Message withdrawn at poster's request.

dilemma456 · 08/02/2009 09:33

Message withdrawn

edam · 08/02/2009 09:40

And what precisely did she do about the excessive paperwork when she was in charge? Did she use argue for extra resources? Did she tell her staff to focus on families, not paperwork? Did she listen to whistleblowers, or collude in framing them? Did she press central government to lighten up on the paperwork?

She was in charge, she carries the can and should stop belly-aching about 'poor little me'. There's only one victim in this story and it ain't Shoesmith.

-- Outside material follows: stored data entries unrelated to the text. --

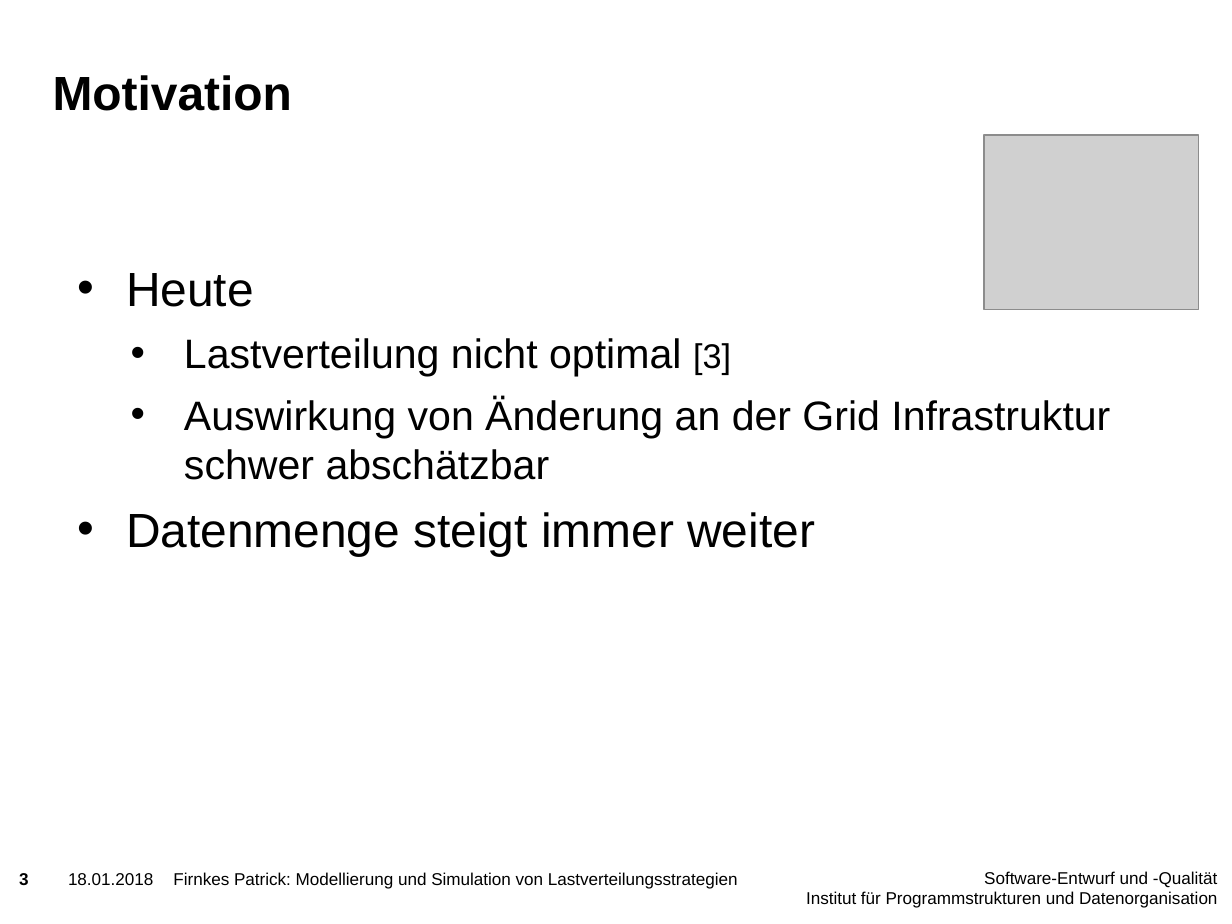
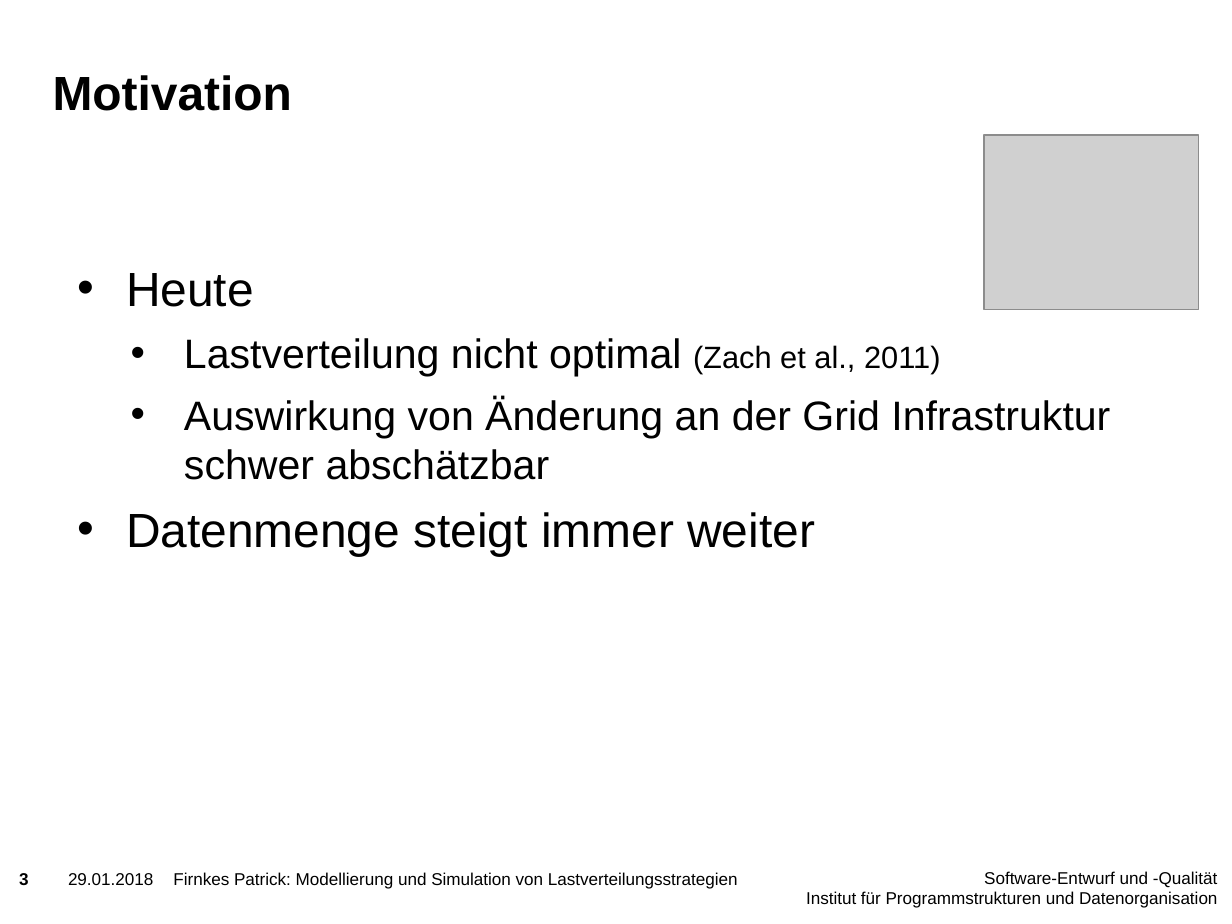
Before and after one commit to PatFirn/wlcg-loadbalancing, a slide deck: slide 3 of presentations/projekt-vorstellung.pptx. Drawn at 1232x924 pixels with LibreOffice and Linux fonts; fonts in the diff are those of the drawing; grey boxes stand for pictures; background and template pictures are left out. Boxes give left, top, right and bottom in pixels: in the first picture for what was removed or moved away, otherwise in the second. Text is boxed around its words. In the diff, an @@ line names an element or a change of style, - is before the commit and + after.

```diff
--- a/presentations/projekt-vorstellung.pptx
+++ b/presentations/projekt-vorstellung.pptx
@@ text at (184, 338, 940, 377): text changed @@
-  • Lastverteilung nicht optimal [3]
+  • Lastverteilung nicht optimal (Zach et al., 2011)
@@ text at (68, 873, 153, 885): text changed @@
-18.01.2018
+29.01.2018
```
Also in this commit, not shown: 17 other slides changed.

dilemma456 · 08/02/2009 10:04

Message withdrawn

policywonk · 08/02/2009 10:14

Agree with dilemma and pinkteddy and others. Shoesmith is an unsympathetic individual (to put it mildly), but she can't be expected to take sole personal responsibility for what seems to be an entire system in crisis. EVERYONE professionally involved in this case - OFSTED, social services, police, HPCs - made terrible errors. (That's not to mention, obviously, the people who are actually culpable for the child's death.)

I wonder what would have happened if she had told her staff to concentrate on families instead of paperwork. Wouldn't this have been in breach of child protection legislation?